By Zongyuan Zoe Liu, Sept. 6

China’s economic problems run deep, writes political economist Zongyuan Zoe Liu, from sluggish consumption to a demographic crisis to a housing bubble. But Xi’s policies have taken existing fault lines and deepened them. “Economically, Xi has been a bull in a china shop. His economic policies have often shifted focus but always emphasize the party’s overarching control across nearly all dimensions of China’s economic and financial activity.”

Xi’s obsession with top-down control has wrecked the chances of thoughtful reform. While there was once room for policy experimentation at a local level that could be scaled up later, today the pressure to appeal to the man in charge is stronger than ever. “Chinese policy thinkers attempted to compensate for the absence of prudent economic strategy under Xi by ceaselessly leaping from one grand idea to the next under the banner of national rejuvenation,” Liu writes.


4. China Prefers Guns to Butter

By Jacqueline N. Deal and Michael Mort, Sept. 7

As the economic crisis bites and cities struggle to pay pensions or welfare, there’s one institution that rarely goes short in Xi’s China: the military. Defense spending has kept soaring upward in the hope of winning a confrontation with the United States—or out of fear that Washington might strike first.

“Of course, the history of PLA [People’s Liberation Army] entanglement in China’s domestic economy makes it difficult to discriminate between defense investment for military purposes and internally oriented stimulus spending (i.e., make-work),” Deal and Mort, who run a Washington, D.C., consultancy, note, but “in the event that China continues to fail to transition to sustainable consumption-based growth, Beijing will be left with one of the biggest hammers in the world, and recalcitrant parties abroad may all look like nails.”

The COVID-19 pandemic caused a temporary slowdown in spending—but the economic crisis hasn’t. “PLA investment stalled during the height of COVID on the mainland in 2020 as Chinese shipyards switched from building PLA Navy vessels, a traditional cost center, to building commercial ships—potentially because constructing warships requires tighter working conditions than constructing bulk carriers, and health concerns were paramount.

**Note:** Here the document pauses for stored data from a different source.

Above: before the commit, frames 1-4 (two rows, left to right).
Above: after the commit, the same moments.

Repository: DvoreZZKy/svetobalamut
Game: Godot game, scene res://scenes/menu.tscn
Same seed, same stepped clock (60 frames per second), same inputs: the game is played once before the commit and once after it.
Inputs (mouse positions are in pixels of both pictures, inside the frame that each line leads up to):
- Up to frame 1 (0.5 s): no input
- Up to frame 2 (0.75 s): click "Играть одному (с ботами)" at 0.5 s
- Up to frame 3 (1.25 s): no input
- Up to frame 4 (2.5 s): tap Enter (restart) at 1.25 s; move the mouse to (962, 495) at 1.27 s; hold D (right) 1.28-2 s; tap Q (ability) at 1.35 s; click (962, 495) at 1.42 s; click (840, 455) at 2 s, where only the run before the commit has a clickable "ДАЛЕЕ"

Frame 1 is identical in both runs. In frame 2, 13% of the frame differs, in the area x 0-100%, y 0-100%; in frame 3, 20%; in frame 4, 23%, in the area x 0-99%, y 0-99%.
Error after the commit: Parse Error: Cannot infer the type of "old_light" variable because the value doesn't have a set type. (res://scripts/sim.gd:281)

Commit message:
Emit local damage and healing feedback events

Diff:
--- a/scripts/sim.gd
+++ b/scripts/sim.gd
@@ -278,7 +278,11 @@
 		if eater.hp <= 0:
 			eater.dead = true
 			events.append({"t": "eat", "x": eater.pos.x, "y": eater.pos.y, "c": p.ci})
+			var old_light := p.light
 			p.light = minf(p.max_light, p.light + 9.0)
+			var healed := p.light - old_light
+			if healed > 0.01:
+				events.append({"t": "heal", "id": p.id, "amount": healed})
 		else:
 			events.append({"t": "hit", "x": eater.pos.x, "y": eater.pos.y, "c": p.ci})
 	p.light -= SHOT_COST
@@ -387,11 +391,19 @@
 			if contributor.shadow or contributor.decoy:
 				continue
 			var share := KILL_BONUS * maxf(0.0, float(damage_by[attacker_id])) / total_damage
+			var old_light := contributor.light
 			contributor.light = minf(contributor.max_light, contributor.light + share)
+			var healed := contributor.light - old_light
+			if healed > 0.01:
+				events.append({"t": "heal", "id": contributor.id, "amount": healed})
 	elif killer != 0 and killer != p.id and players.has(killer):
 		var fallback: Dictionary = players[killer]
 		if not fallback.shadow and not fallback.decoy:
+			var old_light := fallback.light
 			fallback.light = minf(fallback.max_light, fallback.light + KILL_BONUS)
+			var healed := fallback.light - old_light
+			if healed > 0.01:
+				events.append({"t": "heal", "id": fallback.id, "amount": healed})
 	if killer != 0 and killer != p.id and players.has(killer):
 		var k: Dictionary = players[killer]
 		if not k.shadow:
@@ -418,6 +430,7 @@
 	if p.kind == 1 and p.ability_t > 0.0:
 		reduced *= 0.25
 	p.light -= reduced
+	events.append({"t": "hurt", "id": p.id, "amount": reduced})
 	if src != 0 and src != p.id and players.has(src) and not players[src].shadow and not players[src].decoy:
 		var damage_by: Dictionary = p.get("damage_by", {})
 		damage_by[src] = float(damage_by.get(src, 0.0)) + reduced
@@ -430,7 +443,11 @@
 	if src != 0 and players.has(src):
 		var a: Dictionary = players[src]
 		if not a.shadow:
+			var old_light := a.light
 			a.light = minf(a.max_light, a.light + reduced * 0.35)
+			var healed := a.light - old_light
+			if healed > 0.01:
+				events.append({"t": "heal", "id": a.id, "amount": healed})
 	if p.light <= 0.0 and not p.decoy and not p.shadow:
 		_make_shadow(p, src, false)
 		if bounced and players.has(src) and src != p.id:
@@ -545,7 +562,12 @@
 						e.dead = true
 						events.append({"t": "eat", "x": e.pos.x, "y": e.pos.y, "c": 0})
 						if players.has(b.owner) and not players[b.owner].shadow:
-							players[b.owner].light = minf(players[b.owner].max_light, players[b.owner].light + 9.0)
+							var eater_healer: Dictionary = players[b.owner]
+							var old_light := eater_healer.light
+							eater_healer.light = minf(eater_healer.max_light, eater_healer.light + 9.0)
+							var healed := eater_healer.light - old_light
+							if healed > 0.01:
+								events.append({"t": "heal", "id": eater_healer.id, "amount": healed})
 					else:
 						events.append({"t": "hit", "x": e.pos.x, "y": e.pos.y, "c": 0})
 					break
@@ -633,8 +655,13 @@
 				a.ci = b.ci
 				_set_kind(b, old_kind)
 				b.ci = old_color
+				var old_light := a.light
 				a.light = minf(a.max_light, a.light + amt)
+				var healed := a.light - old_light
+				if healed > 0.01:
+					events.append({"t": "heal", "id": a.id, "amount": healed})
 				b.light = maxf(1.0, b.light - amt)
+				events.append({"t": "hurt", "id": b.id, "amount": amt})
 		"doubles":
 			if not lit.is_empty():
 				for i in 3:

But the spending increases appear to have resumed by last year and to be outstripping GDP growth once more,” they write.


5. Maybe China’s Economy Isn’t So Doomed

By Bob Davis, Oct. 17

Amid all the bad news, some analysts remained bearish on China’s long-term prospects, pointing to the way the country had successfully ridden out previous crises, such as the global crash of 2008 or the peer-to-peer lending scandals of 2015-2018. Veteran China economy reporter Bob Davis took a long look at the optimists. “The optimists’ case relies on a close examination of Chinese economic data but also reflects the view that while President Xi Jinping and the rest of the Chinese leadership are hard-liners politically, they are economic pragmatists who want to follow in the tradition of Deng Xiaoping, who led China’s opening to the West,” Davis writes.

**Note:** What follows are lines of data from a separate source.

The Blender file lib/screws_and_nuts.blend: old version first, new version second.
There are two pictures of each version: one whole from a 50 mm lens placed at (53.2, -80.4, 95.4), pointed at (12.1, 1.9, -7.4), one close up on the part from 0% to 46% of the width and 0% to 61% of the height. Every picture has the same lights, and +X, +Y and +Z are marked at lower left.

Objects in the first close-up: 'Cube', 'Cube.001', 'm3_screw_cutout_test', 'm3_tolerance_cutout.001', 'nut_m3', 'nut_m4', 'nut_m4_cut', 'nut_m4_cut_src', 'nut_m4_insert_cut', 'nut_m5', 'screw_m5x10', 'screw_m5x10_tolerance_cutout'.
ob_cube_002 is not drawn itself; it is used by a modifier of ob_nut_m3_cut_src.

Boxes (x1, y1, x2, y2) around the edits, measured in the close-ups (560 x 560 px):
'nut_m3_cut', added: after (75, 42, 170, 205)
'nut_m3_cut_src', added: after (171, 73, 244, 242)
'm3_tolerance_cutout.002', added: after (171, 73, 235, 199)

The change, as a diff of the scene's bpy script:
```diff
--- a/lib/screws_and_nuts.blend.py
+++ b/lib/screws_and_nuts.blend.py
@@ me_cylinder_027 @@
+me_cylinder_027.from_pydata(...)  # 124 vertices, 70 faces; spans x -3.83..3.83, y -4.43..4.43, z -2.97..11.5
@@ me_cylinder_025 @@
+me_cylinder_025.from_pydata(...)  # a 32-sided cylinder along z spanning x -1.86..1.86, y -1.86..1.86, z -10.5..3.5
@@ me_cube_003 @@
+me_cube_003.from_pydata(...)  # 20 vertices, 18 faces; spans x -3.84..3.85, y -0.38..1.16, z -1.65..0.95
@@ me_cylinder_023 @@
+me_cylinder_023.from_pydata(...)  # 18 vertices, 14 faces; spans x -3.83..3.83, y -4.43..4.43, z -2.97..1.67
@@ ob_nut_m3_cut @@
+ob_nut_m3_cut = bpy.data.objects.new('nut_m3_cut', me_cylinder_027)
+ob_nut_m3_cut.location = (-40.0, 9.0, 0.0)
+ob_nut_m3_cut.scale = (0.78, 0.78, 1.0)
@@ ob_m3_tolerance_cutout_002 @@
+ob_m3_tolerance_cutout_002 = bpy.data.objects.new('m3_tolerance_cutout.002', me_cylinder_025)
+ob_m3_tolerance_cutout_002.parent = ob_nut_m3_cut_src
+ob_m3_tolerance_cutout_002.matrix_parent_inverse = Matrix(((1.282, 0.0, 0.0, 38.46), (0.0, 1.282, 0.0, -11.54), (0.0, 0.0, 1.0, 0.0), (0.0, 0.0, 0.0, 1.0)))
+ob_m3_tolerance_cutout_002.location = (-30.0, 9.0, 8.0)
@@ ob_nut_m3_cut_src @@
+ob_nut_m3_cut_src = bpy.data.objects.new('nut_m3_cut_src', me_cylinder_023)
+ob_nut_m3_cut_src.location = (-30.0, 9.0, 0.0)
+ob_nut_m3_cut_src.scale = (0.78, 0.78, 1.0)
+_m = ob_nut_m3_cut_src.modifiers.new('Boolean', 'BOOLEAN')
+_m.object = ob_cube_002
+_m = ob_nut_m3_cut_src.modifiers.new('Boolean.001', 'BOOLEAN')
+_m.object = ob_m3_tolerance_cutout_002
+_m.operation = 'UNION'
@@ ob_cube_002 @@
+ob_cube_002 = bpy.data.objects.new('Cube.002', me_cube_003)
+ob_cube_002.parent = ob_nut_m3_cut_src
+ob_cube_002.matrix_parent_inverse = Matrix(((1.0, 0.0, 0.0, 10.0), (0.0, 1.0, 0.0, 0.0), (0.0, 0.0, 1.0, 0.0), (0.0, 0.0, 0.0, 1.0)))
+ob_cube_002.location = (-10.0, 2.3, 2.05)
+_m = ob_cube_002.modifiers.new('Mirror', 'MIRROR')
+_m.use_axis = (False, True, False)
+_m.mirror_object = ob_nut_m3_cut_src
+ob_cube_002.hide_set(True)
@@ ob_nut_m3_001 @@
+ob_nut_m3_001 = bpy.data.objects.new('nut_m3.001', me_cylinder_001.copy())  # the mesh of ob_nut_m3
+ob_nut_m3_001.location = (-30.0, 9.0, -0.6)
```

There’s certainly been a tendency to read any downturn in China as doom for the Chinese Communist Party—and it’s worth remembering that states survive recessions, or even depressions, all the time. “Every time the Chinese economy stumbles, there is a tendency to say that finally the end is near,” Cornell University economist Eswar Prasad told Davis. “The optimists’ view might be too optimistic, but it provides some grounding, so we don’t get too carried away every time the Chinese economy stumbles.”